Source data
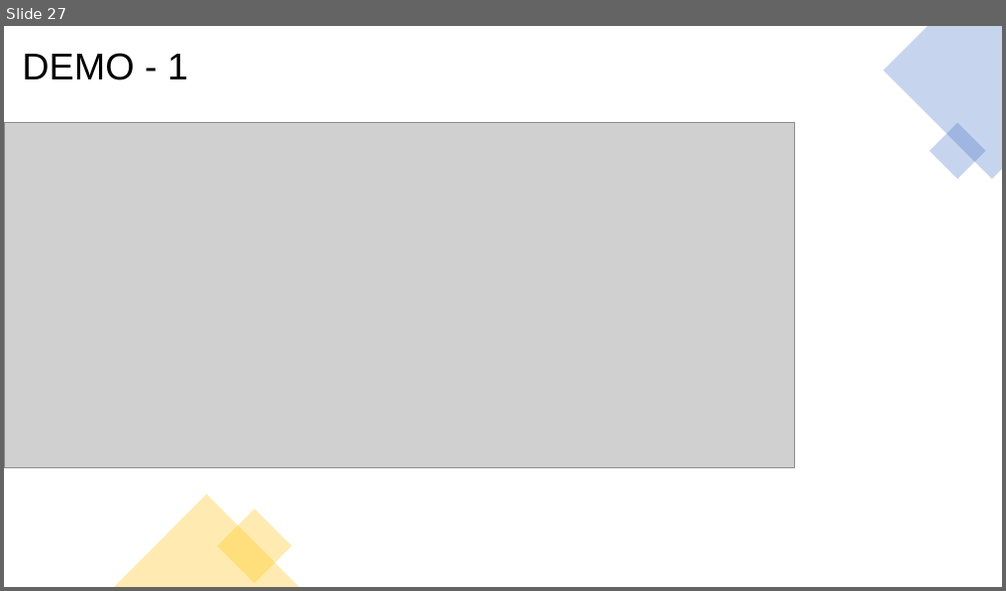
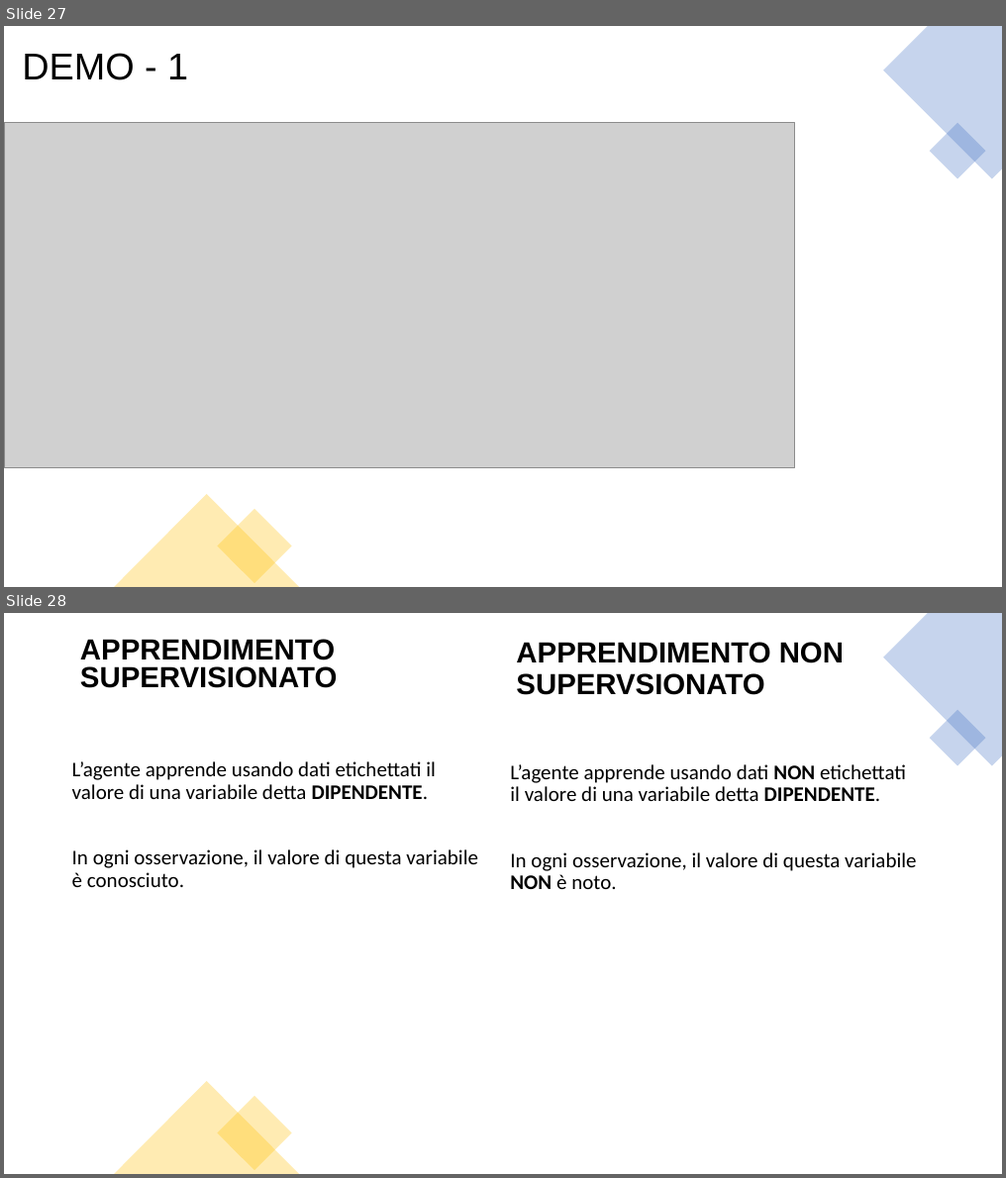
Before and after one commit to giorgio-angelo-esposito/F1WP, a slide deck: F1WP_Presentazione.pptx. Shown one above the other, each under a label of ours: slide 27 before the commit, slides 27 and 28 after it. The pictures are 1006x591 and 1006x1178 pixels, drawn with LibreOffice and Linux fonts; fonts in the diff are those of the drawing; grey boxes stand for pictures. Boxes give left, top, right and bottom in pixels: in the first picture for what was removed or moved away, otherwise in the second. Text is boxed around its words. In the diff, an @@ line names an element or a change of style, - is before the commit and + after.

```diff
--- a/F1WP_Presentazione.pptx
+++ b/F1WP_Presentazione.pptx
@@ slide 28 added at [4,613,1002,1174], background #FFFFFF @@
@@ text added at [80,639,337,688], 28 pt, text #000000, bold @@
+APPRENDIMENTO SUPERVISIONATO
@@ text added at [516,642,844,695], 28 pt, text #000000, bold @@
+APPRENDIMENTO NON SUPERVSIONATO
@@ freeform shape added at [884,613,1002,766], fill #4472C4 at 30% opacity @@
@@ rectangle added at [930,710,985,765], fill #4472C4 at 30% opacity @@
@@ text added at [72,761,478,887], 20 pt, text #000000 @@
+L’agente apprende usando dati etichettati il valore di una variabile detta DIPENDENTE.
+In ogni osservazione, il valore di questa variabile è conosciuto.
@@ text added at [510,764,917,889], 20 pt, text #000000 @@
+L’agente apprende usando dati NON etichettati il valore di una variabile detta DIPENDENTE.
+In ogni osservazione, il valore di questa variabile NON è noto.
@@ triangle added at [114,1081,299,1174], fill #FFC000 at 30% opacity @@
@@ rectangle added at [217,1096,292,1171], fill #FFC000 at 30% opacity @@
```
Also in this commit, not shown: 3 other slides added, 1 slide removed.

## [PROMPT]
Please output every record above exactly as written, leaving out the pictures.

## [EXPECTED ANSWER]
Before and after one commit to giorgio-angelo-esposito/F1WP, a slide deck: F1WP_Presentazione.pptx. Shown one above the other, each under a label of ours: slide 27 before the commit, slides 27 and 28 after it. The pictures are 1006x591 and 1006x1178 pixels, drawn with LibreOffice and Linux fonts; fonts in the diff are those of the drawing; grey boxes stand for pictures. Boxes give left, top, right and bottom in pixels: in the first picture for what was removed or moved away, otherwise in the second. Text is boxed around its words. In the diff, an @@ line names an element or a change of style, - is before the commit and + after.

```diff
--- a/F1WP_Presentazione.pptx
+++ b/F1WP_Presentazione.pptx
@@ slide 28 added at [4,613,1002,1174], background #FFFFFF @@
@@ text added at [80,639,337,688], 28 pt, text #000000, bold @@
+APPRENDIMENTO SUPERVISIONATO
@@ text added at [516,642,844,695], 28 pt, text #000000, bold @@
+APPRENDIMENTO NON SUPERVSIONATO
@@ freeform shape added at [884,613,1002,766], fill #4472C4 at 30% opacity @@
@@ rectangle added at [930,710,985,765], fill #4472C4 at 30% opacity @@
@@ text added at [72,761,478,887], 20 pt, text #000000 @@
+L’agente apprende usando dati etichettati il valore di una variabile detta DIPENDENTE.
+In ogni osservazione, il valore di questa variabile è conosciuto.
@@ text added at [510,764,917,889], 20 pt, text #000000 @@
+L’agente apprende usando dati NON etichettati il valore di una variabile detta DIPENDENTE.
+In ogni osservazione, il valore di questa variabile NON è noto.
@@ triangle added at [114,1081,299,1174], fill #FFC000 at 30% opacity @@
@@ rectangle added at [217,1096,292,1171], fill #FFC000 at 30% opacity @@
```
Also in this commit, not shown: 3 other slides added, 1 slide removed.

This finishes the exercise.